── WORKING DATA
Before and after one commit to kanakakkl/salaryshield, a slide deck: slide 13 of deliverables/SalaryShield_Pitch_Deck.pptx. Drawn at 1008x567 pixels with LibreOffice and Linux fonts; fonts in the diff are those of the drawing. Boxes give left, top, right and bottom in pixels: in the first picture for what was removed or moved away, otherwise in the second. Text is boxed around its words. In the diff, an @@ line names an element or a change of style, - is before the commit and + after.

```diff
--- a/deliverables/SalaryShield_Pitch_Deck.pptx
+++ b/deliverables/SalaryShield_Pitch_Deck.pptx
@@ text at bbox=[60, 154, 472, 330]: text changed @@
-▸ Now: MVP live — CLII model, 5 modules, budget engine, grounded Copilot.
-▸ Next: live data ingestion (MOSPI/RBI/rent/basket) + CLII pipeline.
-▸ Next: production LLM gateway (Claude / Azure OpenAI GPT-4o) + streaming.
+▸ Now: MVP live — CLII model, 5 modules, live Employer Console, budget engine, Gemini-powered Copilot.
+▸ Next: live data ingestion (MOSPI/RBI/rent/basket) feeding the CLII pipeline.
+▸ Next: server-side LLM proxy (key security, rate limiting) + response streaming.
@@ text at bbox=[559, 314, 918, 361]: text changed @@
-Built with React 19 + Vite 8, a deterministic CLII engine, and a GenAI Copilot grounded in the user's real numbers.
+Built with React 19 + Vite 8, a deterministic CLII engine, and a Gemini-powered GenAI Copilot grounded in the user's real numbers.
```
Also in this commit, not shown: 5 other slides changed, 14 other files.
────
── WORKING DATA
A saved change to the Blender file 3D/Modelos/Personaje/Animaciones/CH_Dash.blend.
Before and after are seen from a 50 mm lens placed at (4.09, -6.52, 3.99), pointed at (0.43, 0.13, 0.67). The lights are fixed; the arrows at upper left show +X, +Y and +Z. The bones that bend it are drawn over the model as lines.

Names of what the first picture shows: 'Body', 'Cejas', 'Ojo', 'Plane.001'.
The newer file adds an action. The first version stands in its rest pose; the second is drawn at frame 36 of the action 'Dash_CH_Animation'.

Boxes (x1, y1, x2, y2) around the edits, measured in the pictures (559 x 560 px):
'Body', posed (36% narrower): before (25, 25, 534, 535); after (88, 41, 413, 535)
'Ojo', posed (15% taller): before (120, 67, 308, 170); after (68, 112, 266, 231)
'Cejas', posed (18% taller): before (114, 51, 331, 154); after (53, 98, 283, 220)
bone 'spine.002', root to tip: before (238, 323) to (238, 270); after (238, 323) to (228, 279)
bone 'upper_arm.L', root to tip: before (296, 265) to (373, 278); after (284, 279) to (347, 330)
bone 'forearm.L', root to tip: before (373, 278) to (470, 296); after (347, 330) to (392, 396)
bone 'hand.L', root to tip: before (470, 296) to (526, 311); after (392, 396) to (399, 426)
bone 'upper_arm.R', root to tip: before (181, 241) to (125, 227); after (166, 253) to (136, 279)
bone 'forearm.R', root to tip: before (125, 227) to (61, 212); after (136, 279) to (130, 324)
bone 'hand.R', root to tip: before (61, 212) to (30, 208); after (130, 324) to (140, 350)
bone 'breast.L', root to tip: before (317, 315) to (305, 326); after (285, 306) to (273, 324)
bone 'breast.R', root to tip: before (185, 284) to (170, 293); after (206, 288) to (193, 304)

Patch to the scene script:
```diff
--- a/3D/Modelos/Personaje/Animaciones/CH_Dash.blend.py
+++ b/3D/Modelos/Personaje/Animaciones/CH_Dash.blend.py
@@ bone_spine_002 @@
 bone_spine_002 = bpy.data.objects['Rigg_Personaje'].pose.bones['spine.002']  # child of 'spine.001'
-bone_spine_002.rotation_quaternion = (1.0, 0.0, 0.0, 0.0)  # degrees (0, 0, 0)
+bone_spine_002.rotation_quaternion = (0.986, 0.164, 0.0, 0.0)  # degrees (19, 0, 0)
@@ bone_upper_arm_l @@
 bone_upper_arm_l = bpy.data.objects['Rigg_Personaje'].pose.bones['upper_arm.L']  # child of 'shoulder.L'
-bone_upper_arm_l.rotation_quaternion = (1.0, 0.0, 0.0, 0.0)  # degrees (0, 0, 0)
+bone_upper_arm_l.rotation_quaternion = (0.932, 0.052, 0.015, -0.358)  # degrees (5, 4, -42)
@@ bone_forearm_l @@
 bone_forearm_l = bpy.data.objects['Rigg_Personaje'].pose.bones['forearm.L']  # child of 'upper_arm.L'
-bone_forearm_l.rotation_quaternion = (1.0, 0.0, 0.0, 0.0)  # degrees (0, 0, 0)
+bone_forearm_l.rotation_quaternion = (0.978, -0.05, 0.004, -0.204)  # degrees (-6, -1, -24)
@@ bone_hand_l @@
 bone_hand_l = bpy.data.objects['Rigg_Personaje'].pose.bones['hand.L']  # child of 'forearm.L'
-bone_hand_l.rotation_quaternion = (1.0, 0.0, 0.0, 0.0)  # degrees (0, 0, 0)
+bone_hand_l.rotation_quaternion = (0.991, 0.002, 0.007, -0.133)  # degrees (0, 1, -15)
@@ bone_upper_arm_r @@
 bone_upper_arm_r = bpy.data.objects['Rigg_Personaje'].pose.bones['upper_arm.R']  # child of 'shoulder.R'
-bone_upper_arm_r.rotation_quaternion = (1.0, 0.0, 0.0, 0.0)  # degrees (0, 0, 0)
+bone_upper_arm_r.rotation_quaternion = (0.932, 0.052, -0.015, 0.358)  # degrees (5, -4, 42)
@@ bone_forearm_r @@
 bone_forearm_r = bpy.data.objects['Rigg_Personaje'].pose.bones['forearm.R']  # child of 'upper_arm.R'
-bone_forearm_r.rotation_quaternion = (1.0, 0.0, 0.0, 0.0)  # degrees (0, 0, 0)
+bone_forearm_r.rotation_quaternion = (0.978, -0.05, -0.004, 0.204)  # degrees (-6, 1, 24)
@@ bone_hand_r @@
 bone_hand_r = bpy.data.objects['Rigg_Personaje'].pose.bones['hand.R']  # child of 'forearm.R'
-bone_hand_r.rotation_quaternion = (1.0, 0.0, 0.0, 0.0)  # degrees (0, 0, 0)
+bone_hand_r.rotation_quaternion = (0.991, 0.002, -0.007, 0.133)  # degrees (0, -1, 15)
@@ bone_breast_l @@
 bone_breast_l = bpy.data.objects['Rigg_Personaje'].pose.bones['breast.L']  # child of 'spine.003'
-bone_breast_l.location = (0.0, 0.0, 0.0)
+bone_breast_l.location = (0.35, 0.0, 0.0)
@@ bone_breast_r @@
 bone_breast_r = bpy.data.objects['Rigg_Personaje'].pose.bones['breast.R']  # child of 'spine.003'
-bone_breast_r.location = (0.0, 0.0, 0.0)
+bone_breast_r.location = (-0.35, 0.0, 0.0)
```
────
── WORKING DATA
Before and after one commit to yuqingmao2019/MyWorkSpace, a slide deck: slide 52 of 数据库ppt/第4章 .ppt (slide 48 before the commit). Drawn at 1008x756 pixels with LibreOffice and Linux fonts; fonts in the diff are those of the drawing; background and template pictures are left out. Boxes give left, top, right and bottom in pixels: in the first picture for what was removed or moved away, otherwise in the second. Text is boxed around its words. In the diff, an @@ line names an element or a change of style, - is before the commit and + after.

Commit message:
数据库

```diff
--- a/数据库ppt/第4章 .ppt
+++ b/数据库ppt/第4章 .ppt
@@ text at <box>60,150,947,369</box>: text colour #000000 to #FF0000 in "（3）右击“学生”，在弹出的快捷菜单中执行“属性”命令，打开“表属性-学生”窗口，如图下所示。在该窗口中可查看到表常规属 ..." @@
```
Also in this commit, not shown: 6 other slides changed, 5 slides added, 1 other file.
────
* _WHAT YOU WILL DO_: Write down again, exactly as given, only the lines above that fall from the line with "Before and after one commit to kanakakkl/salaryshield, a" to the line with "Also in this commit, not shown: 5", inclusive.

* _OUTPUT FOR THIS EXERCISE_:
Before and after one commit to kanakakkl/salaryshield, a slide deck: slide 13 of deliverables/SalaryShield_Pitch_Deck.pptx. Drawn at 1008x567 pixels with LibreOffice and Linux fonts; fonts in the diff are those of the drawing. Boxes give left, top, right and bottom in pixels: in the first picture for what was removed or moved away, otherwise in the second. Text is boxed around its words. In the diff, an @@ line names an element or a change of style, - is before the commit and + after.

```diff
--- a/deliverables/SalaryShield_Pitch_Deck.pptx
+++ b/deliverables/SalaryShield_Pitch_Deck.pptx
@@ text at bbox=[60, 154, 472, 330]: text changed @@
-▸ Now: MVP live — CLII model, 5 modules, budget engine, grounded Copilot.
-▸ Next: live data ingestion (MOSPI/RBI/rent/basket) + CLII pipeline.
-▸ Next: production LLM gateway (Claude / Azure OpenAI GPT-4o) + streaming.
+▸ Now: MVP live — CLII model, 5 modules, live Employer Console, budget engine, Gemini-powered Copilot.
+▸ Next: live data ingestion (MOSPI/RBI/rent/basket) feeding the CLII pipeline.
+▸ Next: server-side LLM proxy (key security, rate limiting) + response streaming.
@@ text at bbox=[559, 314, 918, 361]: text changed @@
-Built with React 19 + Vite 8, a deterministic CLII engine, and a GenAI Copilot grounded in the user's real numbers.
+Built with React 19 + Vite 8, a deterministic CLII engine, and a Gemini-powered GenAI Copilot grounded in the user's real numbers.
```
Also in this commit, not shown: 5 other slides changed, 14 other files.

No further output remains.